Я резко выпрямилась и с тревогой огляделась вокруг. Тумбочки действительно не было на прежнем месте, теперь она стояла с другой стороны кровати, да еще и выглядела иначе. Из широкого окна в дальнем конце в палату вползал серый свет раннего утра. Палата четырехместная. С растущим недоверием я посчитала кровати. Меня что, ночью перенесли в другую?

У изголовья я нашла красную кнопку вызова и нажала ее. Руки заметно дрожали.

В палату вбежал медбрат.

— Что случилось, мисс Тейлор?

Я открыла рот от изумления.

— Вы называете меня «мисс Тейлор», — услышала я собственный шепот. — Откуда вы знаете мое имя?

— Мужчина, который вас привез, нашел ваше имя и адрес на ошейнике вашей собаки, — ласково сказал медбрат. — Вы не волнуйтесь. Он просил передать, что взял вашу собаку к себе. Он сказал, что вам не нужно волноваться за Фрэнки, она в хороших руках.

Я почувствовала влагу на щеках и поняла, что плачу. Говорить я не могла. Медбрат поцокал языком и сочувственно погладил мою руку.

— Вот и хорошо, Джессика, — сказал он. — Поплачьте, это полезно.

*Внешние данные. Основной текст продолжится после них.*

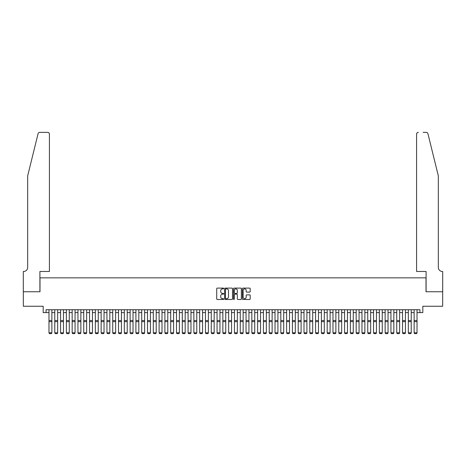 <?xml version="1.0" encoding="UTF-8"?>
<svg xmlns="http://www.w3.org/2000/svg" width="466" height="466" viewBox="0 0 466 466"><rect width="100%" height="100%" fill="white"/><g stroke="black" fill="none" stroke-linecap="round" stroke-linejoin="round"><path stroke-width="0.7" d="M223.727 288.495A0.396 0.396 0 0 0 223.331 288.099L217.284 288.099A0.571 0.571 0 0 0 216.713 288.67L216.713 298.91A0.571 0.571 0 0 0 217.284 299.475L223.331 299.475A0.396 0.396 0 0 0 223.727 299.079A0.396 0.396 0 0 0 223.331 298.677L222.544 298.677A1.823 1.823 0 0 1 220.727 296.859L220.727 296.003A1.823 1.823 0 0 1 222.544 294.186L223.331 294.186A0.396 0.396 0 0 0 223.727 293.79A0.396 0.396 0 0 0 223.331 293.388L222.544 293.388A1.823 1.823 0 0 1 220.727 291.57L220.727 290.714A1.823 1.823 0 0 1 222.544 288.897L223.331 288.897A0.396 0.396 0 0 0 223.727 288.495M249.625 292.106A0.571 0.571 0 0 0 250.195 291.541L250.195 288.67A0.571 0.571 0 0 0 249.625 288.099L242.914 288.099A0.571 0.571 0 0 0 242.343 288.67L242.343 298.91A0.571 0.571 0 0 0 242.914 299.475L249.625 299.475A0.571 0.571 0 0 0 250.195 298.91L250.195 295.438A0.571 0.571 0 0 0 249.625 294.867L246.753 294.867A0.571 0.571 0 0 0 246.182 295.438L246.182 297.157A1.52 1.52 0 0 1 244.662 298.677A1.52 1.52 0 0 1 243.141 297.157L243.141 290.417A1.52 1.52 0 0 1 244.662 288.897A1.52 1.52 0 0 1 246.182 290.417L246.182 291.541A0.571 0.571 0 0 0 246.753 292.106L249.625 292.106M46.076 312.622L46.076 309.727L419.924 309.727L419.924 312.622L422.819 312.622L422.819 306.249L442.671 306.249L442.671 291.757L426.006 291.757L426.006 277.847L39.994 277.847L39.994 291.757L23.329 291.757L23.329 306.249L43.181 306.249L43.181 312.622L48.977 312.622M232.505 288.67A0.571 0.571 0 0 0 231.934 288.099L225.218 288.099A0.571 0.571 0 0 0 224.653 288.67L224.653 298.91A0.571 0.571 0 0 0 225.218 299.475L231.934 299.475A0.571 0.571 0 0 0 232.505 298.91L232.505 288.67M234.066 288.099L240.782 288.099A0.571 0.571 0 0 1 241.347 288.67L241.347 298.91A0.571 0.571 0 0 1 240.782 299.475L237.905 299.475A0.571 0.571 0 0 1 237.34 298.91L237.34 294.757A0.571 0.571 0 0 0 236.769 294.186L234.864 294.186A0.571 0.571 0 0 0 234.293 294.757L234.293 299.079A0.396 0.396 0 0 1 233.897 299.475A0.396 0.396 0 0 1 233.495 299.079L233.495 288.67A0.571 0.571 0 0 1 234.066 288.099M51.872 312.622L54.772 312.622M57.668 312.622L60.568 312.622M63.469 312.622L66.364 312.622M69.265 312.622L72.16 312.622M75.061 312.622L77.956 312.622M80.857 312.622L83.752 312.622M86.653 312.622L89.548 312.622M92.449 312.622L95.344 312.622M98.244 312.622L101.139 312.622M104.04 312.622L106.935 312.622M109.836 312.622L112.731 312.622M115.632 312.622L118.527 312.622M121.428 312.622L124.323 312.622M127.224 312.622L130.119 312.622M133.02 312.622L135.915 312.622M138.816 312.622L141.711 312.622M144.611 312.622L147.506 312.622M150.407 312.622L153.302 312.622M156.203 312.622L159.098 312.622M161.999 312.622L164.894 312.622M167.795 312.622L170.69 312.622M173.591 312.622L176.492 312.622M179.387 312.622L182.288 312.622M185.183 312.622L188.083 312.622M190.978 312.622L193.879 312.622M196.774 312.622L199.675 312.622M202.57 312.622L205.471 312.622M208.366 312.622L211.267 312.622M214.162 312.622L217.063 312.622M219.958 312.622L222.859 312.622M225.754 312.622L228.655 312.622M231.55 312.622L234.45 312.622M237.345 312.622L240.246 312.622M243.141 312.622L246.042 312.622M248.937 312.622L251.838 312.622M254.733 312.622L257.634 312.622M260.529 312.622L263.43 312.622M266.325 312.622L269.226 312.622M272.121 312.622L275.022 312.622M277.917 312.622L280.817 312.622M283.712 312.622L286.613 312.622M289.508 312.622L292.409 312.622M295.31 312.622L298.205 312.622M301.106 312.622L304.001 312.622M306.902 312.622L309.797 312.622M312.698 312.622L315.593 312.622M318.494 312.622L321.389 312.622M324.289 312.622L327.184 312.622M330.085 312.622L332.98 312.622M335.881 312.622L338.776 312.622M341.677 312.622L344.572 312.622M347.473 312.622L350.368 312.622M353.269 312.622L356.164 312.622M359.065 312.622L361.96 312.622M364.861 312.622L367.756 312.622M370.656 312.622L373.551 312.622M376.452 312.622L379.347 312.622M382.248 312.622L385.143 312.622M388.044 312.622L390.939 312.622M393.84 312.622L396.735 312.622M399.636 312.622L402.531 312.622M405.432 312.622L408.333 312.622M411.228 312.622L414.128 312.622M417.023 312.622L419.924 312.622M225.847 288.897A0.396 0.396 0 0 0 225.445 289.293L225.445 298.281A0.396 0.396 0 0 0 225.847 298.677L226.668 298.677A1.823 1.823 0 0 0 228.491 296.859L228.491 290.714A1.823 1.823 0 0 0 226.668 288.897L225.847 288.897M237.34 290.446A1.52 1.52 0 0 0 235.813 288.92A1.52 1.52 0 0 0 234.293 290.446L234.293 292.817A0.571 0.571 0 0 0 234.864 293.388L236.769 293.388A0.571 0.571 0 0 0 237.34 292.817L237.34 290.446M51.872 309.727L51.872 332.91L51.441 333.633L49.413 333.592L51.441 333.633M49.413 333.633L48.977 332.806L51.872 332.806L51.441 333.592M48.977 309.727L48.977 332.806L49.413 333.592M38.072 133.69C38.515 132.734 38.515 132.734 38.072 133.69L27.675 175.839L27.675 267.414A4.06 4.06 0 0 1 23.62 271.474L23.3 271.474L23.3 291.757L39.907 291.757L39.907 271.474L49.413 271.474L49.413 134.109A1.742 1.742 0 0 0 47.672 132.367L39.761 132.367A1.742 1.742 0 0 0 38.072 133.69M42.86 132.367L47.672 132.367C48.72 132.478 49.303 133.06 49.413 134.109L49.413 271.474M27.675 267.414A4.06 4.06 0 0 1 23.62 271.474M435.133 162.914L427.928 133.69C427.485 132.734 427.485 132.734 427.928 133.69L438.325 175.839L438.325 267.414A4.06 4.06 0 0 0 442.38 271.474L442.7 271.474L442.7 291.757L426.093 291.757L426.093 271.474L416.587 271.474L416.587 134.109L416.587 271.474M423.14 132.367L426.239 132.367A1.742 1.742 0 0 1 427.928 133.69M418.328 132.367A1.742 1.742 0 0 0 416.587 134.109C416.697 133.06 417.28 132.478 418.328 132.367M438.325 267.414A4.06 4.06 0 0 0 442.38 271.474M57.668 309.727L57.668 332.91L57.236 333.633L55.209 333.592L57.236 333.633M55.209 333.633L54.772 332.806L57.668 332.806L57.236 333.592M54.772 309.727L54.772 332.806L55.209 333.592M63.469 309.727L63.469 332.91L63.032 333.633L61.005 333.592L63.032 333.633M61.005 333.633L60.568 332.806L63.469 332.806L63.032 333.592M60.568 309.727L60.568 332.806L61.005 333.592M69.265 309.727L69.265 332.91L68.828 333.633L66.801 333.592L68.828 333.633M66.801 333.633L66.364 332.806L69.265 332.806L68.828 333.592M66.364 309.727L66.364 332.806L66.801 333.592M75.061 309.727L75.061 332.91L74.624 333.633L72.597 333.592L74.624 333.633M72.597 333.633L72.16 332.806L75.061 332.806L74.624 333.592M72.16 309.727L72.16 332.806L72.597 333.592M80.857 309.727L80.857 332.91L80.42 333.633L78.393 333.592L80.42 333.633M78.393 333.633L77.956 332.806L80.857 332.806L80.42 333.592M77.956 309.727L77.956 332.806L78.393 333.592M86.653 309.727L86.653 332.91L86.216 333.633L84.189 333.592L86.216 333.633M84.189 333.633L83.752 332.806L86.653 332.806L86.216 333.592M83.752 309.727L83.752 332.806L84.189 333.592M92.449 309.727L92.449 332.91L92.012 333.633L89.985 333.592L92.012 333.633M89.985 333.633L89.548 332.806L92.449 332.806L92.012 333.592M89.548 309.727L89.548 332.806L89.985 333.592M98.244 309.727L98.244 332.91L97.808 333.633L95.78 333.592L97.808 333.633M95.78 333.633L95.344 332.806L98.244 332.806L97.808 333.592M95.344 309.727L95.344 332.806L95.78 333.592M104.04 309.727L104.04 332.91L103.603 333.633L101.576 333.592L103.603 333.633M101.576 333.633L101.139 332.806L104.04 332.806L103.603 333.592M101.139 309.727L101.139 332.806L101.576 333.592M109.836 309.727L109.836 332.91L109.399 333.633L107.372 333.592L109.399 333.633M107.372 333.633L106.935 332.806L109.836 332.806L109.399 333.592M106.935 309.727L106.935 332.806L107.372 333.592M115.632 309.727L115.632 332.91L115.195 333.633L113.168 333.592L115.195 333.633M113.168 333.633L112.731 332.806L115.632 332.806L115.195 333.592M112.731 309.727L112.731 332.806L113.168 333.592M121.428 309.727L121.428 332.91L120.991 333.633L118.964 333.592L120.991 333.633M118.964 333.633L118.527 332.806L121.428 332.806L120.991 333.592M118.527 309.727L118.527 332.806L118.964 333.592M127.224 309.727L127.224 332.91L126.787 333.633L124.76 333.592L126.787 333.633M124.76 333.633L124.323 332.806L127.224 332.806L126.787 333.592M124.323 309.727L124.323 332.806L124.76 333.592M133.02 309.727L133.02 332.91L132.583 333.633L130.556 333.592L132.583 333.633M130.556 333.633L130.119 332.806L133.02 332.806L132.583 333.592M130.119 309.727L130.119 332.806L130.556 333.592M138.816 309.727L138.816 332.91L138.379 333.633L136.352 333.592L138.379 333.633M136.352 333.633L135.915 332.806L138.816 332.806L138.379 333.592M135.915 309.727L135.915 332.806L136.352 333.592M144.611 309.727L144.611 332.91L144.175 333.633L142.147 333.592L144.175 333.633M142.147 333.633L141.711 332.806L144.611 332.806L144.175 333.592M141.711 309.727L141.711 332.806L142.147 333.592M150.407 309.727L150.407 332.91L149.97 333.633L147.943 333.592L149.97 333.633M147.943 333.633L147.506 332.806L150.407 332.806L149.97 333.592M147.506 309.727L147.506 332.806L147.943 333.592M156.203 309.727L156.203 332.91L155.766 333.633L153.739 333.592L155.766 333.633M153.739 333.633L153.302 332.806L156.203 332.806L155.766 333.592M153.302 309.727L153.302 332.806L153.739 333.592M161.999 309.727L161.999 332.91L161.562 333.633L159.535 333.592L161.562 333.633M159.535 333.633L159.098 332.806L161.999 332.806L161.562 333.592M159.098 309.727L159.098 332.806L159.535 333.592M167.795 309.727L167.795 332.91L167.358 333.633L165.331 333.592L167.358 333.633M165.331 333.633L164.894 332.806L167.795 332.806L167.358 333.592M164.894 309.727L164.894 332.806L165.331 333.592M173.591 309.727L173.591 332.91L173.154 333.633L171.127 333.592L173.154 333.633M171.127 333.633L170.69 332.806L173.591 332.806L173.154 333.592M170.69 309.727L170.69 332.806L171.127 333.592M179.387 309.727L179.387 332.91L178.95 333.633L176.923 333.592L178.95 333.633M176.923 333.633L176.492 332.806L179.387 332.806L178.95 333.592M176.492 309.727L176.492 332.806L176.923 333.592M185.183 309.727L185.183 332.91L184.746 333.633L182.719 333.592L184.746 333.633M182.719 333.633L182.288 332.806L185.183 332.806L184.746 333.592M182.288 309.727L182.288 332.806L182.719 333.592M190.978 309.727L190.978 332.91L190.542 333.633L188.514 333.592L190.542 333.633M188.514 333.633L188.083 332.806L190.978 332.806L190.542 333.592M188.083 309.727L188.083 332.806L188.514 333.592M196.774 309.727L196.774 332.91L196.337 333.633L194.31 333.592L196.337 333.633M194.31 333.633L193.879 332.806L196.774 332.806L196.337 333.592M193.879 309.727L193.879 332.806L194.31 333.592M202.57 309.727L202.57 332.91L202.133 333.633L200.106 333.592L202.133 333.633M200.106 333.633L199.675 332.806L202.57 332.806L202.133 333.592M199.675 309.727L199.675 332.806L200.106 333.592M208.366 309.727L208.366 332.91L207.935 333.633L205.902 333.592L207.935 333.633M205.902 333.633L205.471 332.806L208.366 332.806L207.935 333.592M205.471 309.727L205.471 332.806L205.902 333.592M214.162 309.727L214.162 332.91L213.731 333.633L211.698 333.592L213.731 333.633M211.698 333.633L211.267 332.806L214.162 332.806L213.731 333.592M211.267 309.727L211.267 332.806L211.698 333.592M219.958 309.727L219.958 332.91L219.527 333.633L217.494 333.592L219.527 333.633M217.494 333.633L217.063 332.806L219.958 332.806L219.527 333.592M217.063 309.727L217.063 332.806L217.494 333.592M225.754 309.727L225.754 332.91L225.323 333.633L223.29 333.592L225.323 333.633M223.29 333.633L222.859 332.806L225.754 332.806L225.323 333.592M222.859 309.727L222.859 332.806L223.29 333.592M231.55 309.727L231.55 332.91L231.119 333.633L229.086 333.592L231.119 333.633M229.086 333.633L228.655 332.806L231.55 332.806L231.119 333.592M228.655 309.727L228.655 332.806L229.086 333.592M237.345 309.727L237.345 332.91L236.914 333.633L234.881 333.592L236.914 333.633M234.881 333.633L234.45 332.806L237.345 332.806L236.914 333.592M234.45 309.727L234.45 332.806L234.881 333.592M243.141 309.727L243.141 332.91L242.71 333.633L240.677 333.592L242.71 333.633M240.677 333.633L240.246 332.806L243.141 332.806L242.71 333.592M240.246 309.727L240.246 332.806L240.677 333.592M248.937 309.727L248.937 332.91L248.506 333.633L246.473 333.592L248.506 333.633M246.473 333.633L246.042 332.806L248.937 332.806L248.506 333.592M246.042 309.727L246.042 332.806L246.473 333.592M254.733 309.727L254.733 332.91L254.302 333.633L252.269 333.592L254.302 333.633M252.269 333.633L251.838 332.806L254.733 332.806L254.302 333.592M251.838 309.727L251.838 332.806L252.269 333.592M260.529 309.727L260.529 332.91L260.098 333.633L258.065 333.592L260.098 333.633M258.065 333.633L257.634 332.806L260.529 332.806L260.098 333.592M257.634 309.727L257.634 332.806L258.065 333.592M266.325 309.727L266.325 332.91L265.894 333.633L263.867 333.592L265.894 333.633M263.867 333.633L263.43 332.806L266.325 332.806L265.894 333.592M263.43 309.727L263.43 332.806L263.867 333.592M272.121 309.727L272.121 332.91L271.69 333.633L269.663 333.592L271.69 333.633M269.663 333.633L269.226 332.806L272.121 332.806L271.69 333.592M269.226 309.727L269.226 332.806L269.663 333.592M277.917 309.727L277.917 332.91L277.486 333.633L275.458 333.592L277.486 333.633M275.458 333.633L275.022 332.806L277.917 332.806L277.486 333.592M275.022 309.727L275.022 332.806L275.458 333.592M283.712 309.727L283.712 332.91L283.281 333.633L281.254 333.592L283.281 333.633M281.254 333.633L280.817 332.806L283.712 332.806L283.281 333.592M280.817 309.727L280.817 332.806L281.254 333.592M289.508 309.727L289.508 332.91L289.077 333.633L287.05 333.592L289.077 333.633M287.05 333.633L286.613 332.806L289.508 332.806L289.077 333.592M286.613 309.727L286.613 332.806L287.05 333.592M295.31 309.727L295.31 332.91L294.873 333.633L292.846 333.592L294.873 333.633M292.846 333.633L292.409 332.806L295.31 332.806L294.873 333.592M292.409 309.727L292.409 332.806L292.846 333.592M301.106 309.727L301.106 332.91L300.669 333.633L298.642 333.592L300.669 333.633M298.642 333.633L298.205 332.806L301.106 332.806L300.669 333.592M298.205 309.727L298.205 332.806L298.642 333.592M306.902 309.727L306.902 332.91L306.465 333.633L304.438 333.592L306.465 333.633M304.438 333.633L304.001 332.806L306.902 332.806L306.465 333.592M304.001 309.727L304.001 332.806L304.438 333.592M312.698 309.727L312.698 332.91L312.261 333.633L310.234 333.592L312.261 333.633M310.234 333.633L309.797 332.806L312.698 332.806L312.261 333.592M309.797 309.727L309.797 332.806L310.234 333.592M318.494 309.727L318.494 332.91L318.057 333.633L316.03 333.592L318.057 333.633M316.03 333.633L315.593 332.806L318.494 332.806L318.057 333.592M315.593 309.727L315.593 332.806L316.03 333.592M324.289 309.727L324.289 332.91L323.853 333.633L321.825 333.592L323.853 333.633M321.825 333.633L321.389 332.806L324.289 332.806L323.853 333.592M321.389 309.727L321.389 332.806L321.825 333.592M330.085 309.727L330.085 332.91L329.648 333.633L327.621 333.592L329.648 333.633M327.621 333.633L327.184 332.806L330.085 332.806L329.648 333.592M327.184 309.727L327.184 332.806L327.621 333.592M335.881 309.727L335.881 332.91L335.444 333.633L333.417 333.592L335.444 333.633M333.417 333.633L332.98 332.806L335.881 332.806L335.444 333.592M332.98 309.727L332.98 332.806L333.417 333.592M341.677 309.727L341.677 332.91L341.24 333.633L339.213 333.592L341.24 333.633M339.213 333.633L338.776 332.806L341.677 332.806L341.24 333.592M338.776 309.727L338.776 332.806L339.213 333.592M347.473 309.727L347.473 332.91L347.036 333.633L345.009 333.592L347.036 333.633M345.009 333.633L344.572 332.806L347.473 332.806L347.036 333.592M344.572 309.727L344.572 332.806L345.009 333.592M353.269 309.727L353.269 332.91L352.832 333.633L350.805 333.592L352.832 333.633M350.805 333.633L350.368 332.806L353.269 332.806L352.832 333.592M350.368 309.727L350.368 332.806L350.805 333.592M359.065 309.727L359.065 332.91L358.628 333.633L356.601 333.592L358.628 333.633M356.601 333.633L356.164 332.806L359.065 332.806L358.628 333.592M356.164 309.727L356.164 332.806L356.601 333.592M364.861 309.727L364.861 332.91L364.424 333.633L362.397 333.592L364.424 333.633M362.397 333.633L361.96 332.806L364.861 332.806L364.424 333.592M361.96 309.727L361.96 332.806L362.397 333.592M370.656 309.727L370.656 332.91L370.22 333.633L368.192 333.592L370.22 333.633M368.192 333.633L367.756 332.806L370.656 332.806L370.22 333.592M367.756 309.727L367.756 332.806L368.192 333.592M376.452 309.727L376.452 332.91L376.015 333.633L373.988 333.592L376.015 333.633M373.988 333.633L373.551 332.806L376.452 332.806L376.015 333.592M373.551 309.727L373.551 332.806L373.988 333.592M382.248 309.727L382.248 332.91L381.811 333.633L379.784 333.592L381.811 333.633M379.784 333.633L379.347 332.806L382.248 332.806L381.811 333.592M379.347 309.727L379.347 332.806L379.784 333.592M388.044 309.727L388.044 332.91L387.607 333.633L385.58 333.592L387.607 333.633M385.58 333.633L385.143 332.806L388.044 332.806L387.607 333.592M385.143 309.727L385.143 332.806L385.58 333.592M393.84 309.727L393.84 332.91L393.403 333.633L391.376 333.592L393.403 333.633M391.376 333.633L390.939 332.806L393.84 332.806L393.403 333.592M390.939 309.727L390.939 332.806L391.376 333.592M399.636 309.727L399.636 332.91L399.199 333.633L397.172 333.592L399.199 333.633M397.172 333.633L396.735 332.806L399.636 332.806L399.199 333.592M396.735 309.727L396.735 332.806L397.172 333.592M405.432 309.727L405.432 332.91L404.995 333.633L402.968 333.592L404.995 333.633M402.968 333.633L402.531 332.806L405.432 332.806L404.995 333.592M402.531 309.727L402.531 332.806L402.968 333.592M411.228 309.727L411.228 332.91L410.791 333.633L408.764 333.592L410.791 333.633M408.764 333.633L408.333 332.806L411.228 332.806L410.791 333.592M408.333 309.727L408.333 332.806L408.764 333.592M417.023 309.727L417.023 332.91L416.587 333.633L414.559 333.592L416.587 333.633M414.559 333.633L414.128 332.806L417.023 332.806L416.587 333.592M414.128 309.727L414.128 332.806L414.559 333.592M51.872 320.544L48.977 320.544M51.872 321.645L48.977 321.645M57.668 320.544L54.772 320.544M57.668 321.645L54.772 321.645M63.469 320.544L60.568 320.544M63.469 321.645L60.568 321.645M69.265 320.544L66.364 320.544M69.265 321.645L66.364 321.645M75.061 320.544L72.16 320.544M75.061 321.645L72.16 321.645M80.857 320.544L77.956 320.544M80.857 321.645L77.956 321.645M86.653 320.544L83.752 320.544M86.653 321.645L83.752 321.645M92.449 320.544L89.548 320.544M92.449 321.645L89.548 321.645M98.244 320.544L95.344 320.544M98.244 321.645L95.344 321.645M104.04 320.544L101.139 320.544M104.04 321.645L101.139 321.645M109.836 320.544L106.935 320.544M109.836 321.645L106.935 321.645M115.632 320.544L112.731 320.544M115.632 321.645L112.731 321.645M121.428 320.544L118.527 320.544M121.428 321.645L118.527 321.645M127.224 320.544L124.323 320.544M127.224 321.645L124.323 321.645M133.02 320.544L130.119 320.544M133.02 321.645L130.119 321.645M138.816 320.544L135.915 320.544M138.816 321.645L135.915 321.645M144.611 320.544L141.711 320.544M144.611 321.645L141.711 321.645M150.407 320.544L147.506 320.544M150.407 321.645L147.506 321.645M156.203 320.544L153.302 320.544M156.203 321.645L153.302 321.645M161.999 320.544L159.098 320.544M161.999 321.645L159.098 321.645M167.795 320.544L164.894 320.544M167.795 321.645L164.894 321.645M173.591 320.544L170.69 320.544M173.591 321.645L170.69 321.645M179.387 320.544L176.492 320.544M179.387 321.645L176.492 321.645M185.183 320.544L182.288 320.544M185.183 321.645L182.288 321.645M190.978 320.544L188.083 320.544M190.978 321.645L188.083 321.645M196.774 320.544L193.879 320.544M196.774 321.645L193.879 321.645M202.57 320.544L199.675 320.544M202.57 321.645L199.675 321.645M208.366 320.544L205.471 320.544M208.366 321.645L205.471 321.645M214.162 320.544L211.267 320.544M214.162 321.645L211.267 321.645M219.958 320.544L217.063 320.544M219.958 321.645L217.063 321.645M225.754 320.544L222.859 320.544M225.754 321.645L222.859 321.645M231.55 320.544L228.655 320.544M231.55 321.645L228.655 321.645M237.345 320.544L234.45 320.544M237.345 321.645L234.45 321.645M243.141 320.544L240.246 320.544M243.141 321.645L240.246 321.645M248.937 320.544L246.042 320.544M248.937 321.645L246.042 321.645M254.733 320.544L251.838 320.544M254.733 321.645L251.838 321.645M260.529 320.544L257.634 320.544M260.529 321.645L257.634 321.645M266.325 320.544L263.43 320.544M266.325 321.645L263.43 321.645M272.121 320.544L269.226 320.544M272.121 321.645L269.226 321.645M277.917 320.544L275.022 320.544M277.917 321.645L275.022 321.645M283.712 320.544L280.817 320.544M283.712 321.645L280.817 321.645M289.508 320.544L286.613 320.544M289.508 321.645L286.613 321.645M295.31 320.544L292.409 320.544M295.31 321.645L292.409 321.645M301.106 320.544L298.205 320.544M301.106 321.645L298.205 321.645M306.902 320.544L304.001 320.544M306.902 321.645L304.001 321.645M312.698 320.544L309.797 320.544M312.698 321.645L309.797 321.645M318.494 320.544L315.593 320.544M318.494 321.645L315.593 321.645M324.289 320.544L321.389 320.544M324.289 321.645L321.389 321.645M330.085 320.544L327.184 320.544M330.085 321.645L327.184 321.645M335.881 320.544L332.98 320.544M335.881 321.645L332.98 321.645M341.677 320.544L338.776 320.544M341.677 321.645L338.776 321.645M347.473 320.544L344.572 320.544M347.473 321.645L344.572 321.645M353.269 320.544L350.368 320.544M353.269 321.645L350.368 321.645M359.065 320.544L356.164 320.544M359.065 321.645L356.164 321.645M364.861 320.544L361.96 320.544M364.861 321.645L361.96 321.645M370.656 320.544L367.756 320.544M370.656 321.645L367.756 321.645M376.452 320.544L373.551 320.544M376.452 321.645L373.551 321.645M382.248 320.544L379.347 320.544M382.248 321.645L379.347 321.645M388.044 320.544L385.143 320.544M388.044 321.645L385.143 321.645M393.84 320.544L390.939 320.544M393.84 321.645L390.939 321.645M399.636 320.544L396.735 320.544M399.636 321.645L396.735 321.645M405.432 320.544L402.531 320.544M405.432 321.645L402.531 321.645M411.228 320.544L408.333 320.544M411.228 321.645L408.333 321.645M417.023 320.544L414.128 320.544M417.023 321.645L414.128 321.645"/></g></svg>

Воздействие шока от удара молнии все еще продолжается. Вы в рубашке родились, скажу я вам.

Я молча кивнула и легла на больничные подушки с крахмальными наволочками. Из груди вырвался долгий прерывистый вздох. Значит, все-таки сон. Меня действительно ударило молнией, но все остальное — лишь странный сон, вызванный шоком. Теперь я снова Джессика Тейлор, и никто другой. Я посмотрела на свою руку без обручального кольца, и мне захотелось рыдать от счастья.

Медбрат вышел из палаты, чтобы поискать в коридоре веник и совок. Никто не прятался за дверью, никто не пытался называть меня мамой и женой. Как только медбрат отошел подальше, я уткнулась лицом в подушку и разревелась.


Я никак не могла понять, как работало мое сознание, пока я спала. Мне казалось, что я получила гораздо более серьезные травмы. На самом деле не было ни капельницы, ни проводов, ни кардиомониторов, регистрирующих работу сердца, ни забинтованного плеча. Я почти не пострадала, хотя уже приготовилась к самому худшему.

Вскоре после довольно скудного завтрака, состоящего из кукурузных хлопьев и тоста, меня навестил молоденький интерн-китаец. Он представился доктором Ченом и уверил меня в том, что я чрезвычайно легко отделалась.

— У вас небольшие ожоги на спине и на плече, — сказал он. — Мы лишь наложили повязки, чтобы предотвратить инфекцию, но ожоги поверхностные, через несколько дней они заживут, даже следов не останется.

— Значит, никакой антисептической мази не надо? — спросила я.

Он покачал головой, глядя на медкарту, висящую на спинке кровати.

— Вас поместили в палату только потому, что вы не приходили в сознание. Ночью каждые два часа мы наблюдали вас и нашли ваше состояние удовлетворительным.